Each script prints the paths it writes; check those logs for exact filenames when running new experiments.
Reference run (2025-10-21 subsample)
Use runs/20251021_233530/ as the canonical example of a recent full pipeline execution.
- Configuration:
mode="subsample"across 20 media IDs and four models (google/gemini-2.5-flash-lite,qwen/qwen3-vl-8b-instruct,openai/gpt-4o-mini,meta-llama/llama-4-maverick). - Runtime: 244 seconds wall time; no errors recorded in
run.log. - Artefacts:
alt_text_runs_20251021_233933_wide.{csv,parquet}— pivoted responses (one row per media object with model-specific columns).alt_text_runs_20251021_233933_long.{csv,parquet,jsonl}— long format table with 80 model/object rows.alt_text_runs_20251021_233933_prompts.csv— per-item prompt, system, and image URL trace.raw/*.json— individual API responses (model×object).images/*.jpg— thumbnails cached during the run.manifest.json— reproducibility metadata (models, media IDs, durations, output pointers).

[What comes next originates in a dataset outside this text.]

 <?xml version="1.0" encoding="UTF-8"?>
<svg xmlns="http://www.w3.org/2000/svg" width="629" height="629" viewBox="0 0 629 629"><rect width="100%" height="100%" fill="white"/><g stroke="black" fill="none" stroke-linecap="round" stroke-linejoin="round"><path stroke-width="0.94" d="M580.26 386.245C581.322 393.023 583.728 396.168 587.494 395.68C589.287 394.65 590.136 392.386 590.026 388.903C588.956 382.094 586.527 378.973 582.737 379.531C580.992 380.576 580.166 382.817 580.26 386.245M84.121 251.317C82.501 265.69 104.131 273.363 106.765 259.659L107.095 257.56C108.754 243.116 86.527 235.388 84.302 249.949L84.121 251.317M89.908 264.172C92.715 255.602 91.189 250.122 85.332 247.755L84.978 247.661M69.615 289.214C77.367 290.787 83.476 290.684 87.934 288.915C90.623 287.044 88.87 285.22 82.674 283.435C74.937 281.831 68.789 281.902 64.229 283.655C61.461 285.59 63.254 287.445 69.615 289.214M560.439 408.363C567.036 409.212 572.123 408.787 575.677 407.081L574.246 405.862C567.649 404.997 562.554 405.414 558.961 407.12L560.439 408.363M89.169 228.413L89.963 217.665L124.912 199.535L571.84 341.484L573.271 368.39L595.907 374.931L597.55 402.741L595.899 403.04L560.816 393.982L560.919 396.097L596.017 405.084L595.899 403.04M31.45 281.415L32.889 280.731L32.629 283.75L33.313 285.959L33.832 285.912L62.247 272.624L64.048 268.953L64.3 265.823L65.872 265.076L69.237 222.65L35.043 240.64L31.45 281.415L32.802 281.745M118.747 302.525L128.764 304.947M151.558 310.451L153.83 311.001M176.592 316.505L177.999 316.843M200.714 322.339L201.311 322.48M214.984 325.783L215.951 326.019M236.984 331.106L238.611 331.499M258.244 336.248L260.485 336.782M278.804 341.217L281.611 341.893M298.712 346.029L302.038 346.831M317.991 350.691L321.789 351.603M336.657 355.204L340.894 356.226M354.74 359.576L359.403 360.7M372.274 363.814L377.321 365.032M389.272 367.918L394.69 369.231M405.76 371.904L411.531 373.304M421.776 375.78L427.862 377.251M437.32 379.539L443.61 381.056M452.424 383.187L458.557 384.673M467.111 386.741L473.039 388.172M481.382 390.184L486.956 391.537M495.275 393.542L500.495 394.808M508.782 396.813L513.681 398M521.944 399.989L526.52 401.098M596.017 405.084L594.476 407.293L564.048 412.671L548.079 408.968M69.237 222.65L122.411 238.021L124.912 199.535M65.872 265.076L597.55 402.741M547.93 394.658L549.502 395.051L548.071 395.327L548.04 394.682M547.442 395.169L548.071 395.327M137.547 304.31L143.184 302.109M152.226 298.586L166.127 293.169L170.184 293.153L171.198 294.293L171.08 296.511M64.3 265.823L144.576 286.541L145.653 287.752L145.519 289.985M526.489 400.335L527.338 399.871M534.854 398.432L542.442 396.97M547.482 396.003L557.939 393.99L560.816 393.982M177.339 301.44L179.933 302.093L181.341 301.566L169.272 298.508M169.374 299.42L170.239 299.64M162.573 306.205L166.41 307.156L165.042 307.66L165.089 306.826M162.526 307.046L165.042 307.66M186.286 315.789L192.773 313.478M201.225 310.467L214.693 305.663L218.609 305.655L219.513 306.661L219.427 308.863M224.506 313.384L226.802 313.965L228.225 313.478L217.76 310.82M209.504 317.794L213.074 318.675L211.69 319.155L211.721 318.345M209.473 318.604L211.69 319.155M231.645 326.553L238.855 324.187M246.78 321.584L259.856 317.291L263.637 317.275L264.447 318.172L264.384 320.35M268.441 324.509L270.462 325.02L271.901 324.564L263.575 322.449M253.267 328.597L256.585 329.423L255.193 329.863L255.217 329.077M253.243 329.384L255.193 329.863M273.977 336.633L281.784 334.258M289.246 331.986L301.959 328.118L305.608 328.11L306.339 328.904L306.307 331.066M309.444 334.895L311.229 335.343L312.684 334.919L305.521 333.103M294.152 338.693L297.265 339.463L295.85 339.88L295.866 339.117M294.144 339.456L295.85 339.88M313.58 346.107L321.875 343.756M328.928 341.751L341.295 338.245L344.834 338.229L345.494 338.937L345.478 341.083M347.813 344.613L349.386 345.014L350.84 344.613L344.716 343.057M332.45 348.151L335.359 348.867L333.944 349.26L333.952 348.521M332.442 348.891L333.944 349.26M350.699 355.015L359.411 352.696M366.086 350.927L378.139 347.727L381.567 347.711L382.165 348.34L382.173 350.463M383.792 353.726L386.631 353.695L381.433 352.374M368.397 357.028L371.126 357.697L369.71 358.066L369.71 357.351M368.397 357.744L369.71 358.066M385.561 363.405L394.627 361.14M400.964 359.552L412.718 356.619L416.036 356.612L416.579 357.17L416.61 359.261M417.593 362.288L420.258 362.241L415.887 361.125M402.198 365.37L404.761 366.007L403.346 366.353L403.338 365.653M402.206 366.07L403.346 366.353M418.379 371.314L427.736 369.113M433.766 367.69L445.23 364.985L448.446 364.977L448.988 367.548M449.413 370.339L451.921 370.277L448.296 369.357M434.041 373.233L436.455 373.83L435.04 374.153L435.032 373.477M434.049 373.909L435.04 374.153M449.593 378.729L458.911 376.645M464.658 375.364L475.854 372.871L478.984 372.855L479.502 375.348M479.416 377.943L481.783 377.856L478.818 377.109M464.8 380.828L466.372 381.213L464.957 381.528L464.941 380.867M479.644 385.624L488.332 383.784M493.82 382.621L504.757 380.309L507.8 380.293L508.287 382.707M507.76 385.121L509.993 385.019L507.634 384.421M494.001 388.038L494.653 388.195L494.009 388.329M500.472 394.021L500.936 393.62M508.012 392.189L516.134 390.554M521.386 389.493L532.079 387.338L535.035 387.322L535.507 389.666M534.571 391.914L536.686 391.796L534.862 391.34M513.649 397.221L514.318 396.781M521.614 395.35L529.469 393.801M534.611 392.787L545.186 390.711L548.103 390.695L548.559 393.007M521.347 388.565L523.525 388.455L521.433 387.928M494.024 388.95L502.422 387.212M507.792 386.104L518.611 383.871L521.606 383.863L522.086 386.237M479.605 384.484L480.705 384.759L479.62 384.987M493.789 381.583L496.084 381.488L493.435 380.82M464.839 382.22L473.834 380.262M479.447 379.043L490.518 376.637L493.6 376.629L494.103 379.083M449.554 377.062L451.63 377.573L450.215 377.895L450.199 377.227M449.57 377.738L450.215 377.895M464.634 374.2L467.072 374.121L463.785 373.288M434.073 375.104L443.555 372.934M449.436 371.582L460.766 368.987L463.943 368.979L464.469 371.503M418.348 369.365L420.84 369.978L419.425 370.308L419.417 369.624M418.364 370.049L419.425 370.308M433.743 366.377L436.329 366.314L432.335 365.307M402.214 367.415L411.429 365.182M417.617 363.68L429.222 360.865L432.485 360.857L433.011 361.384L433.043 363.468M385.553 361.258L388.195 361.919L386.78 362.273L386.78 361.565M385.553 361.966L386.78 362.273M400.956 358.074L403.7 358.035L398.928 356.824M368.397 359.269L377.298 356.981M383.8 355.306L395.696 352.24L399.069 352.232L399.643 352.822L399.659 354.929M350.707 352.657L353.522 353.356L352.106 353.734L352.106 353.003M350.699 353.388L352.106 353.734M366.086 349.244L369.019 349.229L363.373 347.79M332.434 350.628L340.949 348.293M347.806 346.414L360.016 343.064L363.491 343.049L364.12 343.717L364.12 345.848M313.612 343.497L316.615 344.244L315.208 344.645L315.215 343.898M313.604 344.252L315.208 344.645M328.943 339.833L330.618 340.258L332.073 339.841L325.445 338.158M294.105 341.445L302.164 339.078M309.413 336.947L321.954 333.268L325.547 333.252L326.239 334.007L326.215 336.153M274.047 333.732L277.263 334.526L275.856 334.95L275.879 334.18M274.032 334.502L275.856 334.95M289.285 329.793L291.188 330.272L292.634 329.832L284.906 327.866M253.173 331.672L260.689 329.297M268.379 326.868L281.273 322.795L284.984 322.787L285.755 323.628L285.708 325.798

Mirror this structure when staging new runs for survey generation or reporting.
Support
This project is maintained by @maehr. Please understand that we can’t provide individual support via email. We also believe that help is much more valuable when it’s shared publicly, so more people can benefit from it.
| Type | Platforms |
|---|---|
| 🚨 Bug Reports | GitHub Issue Tracker |
| 📚 Docs Issue | GitHub Issue Tracker |
| 🎁 Feature Requests | GitHub Issue Tracker |
| 🛡 Report a security vulnerability | See SECURITY.md |
| 💬 General Questions | GitHub Discussions |
Roadmap
Contributing
Please see CONTRIBUTING.md for details on our code of conduct and the process for submitting pull requests.
License
The abstract, presentation materials, and documentation in this repository are released under the Creative Commons Attribution 4.0 International (CC BY 4.0) License - see the LICENSE-CCBY file for details. By using these materials, you agree to give appropriate credit to the original author(s) and to indicate if any modifications have been made.
Any code in this repository is released under the GNU Affero General Public License v3.0 - see the LICENSE-AGPL file for details.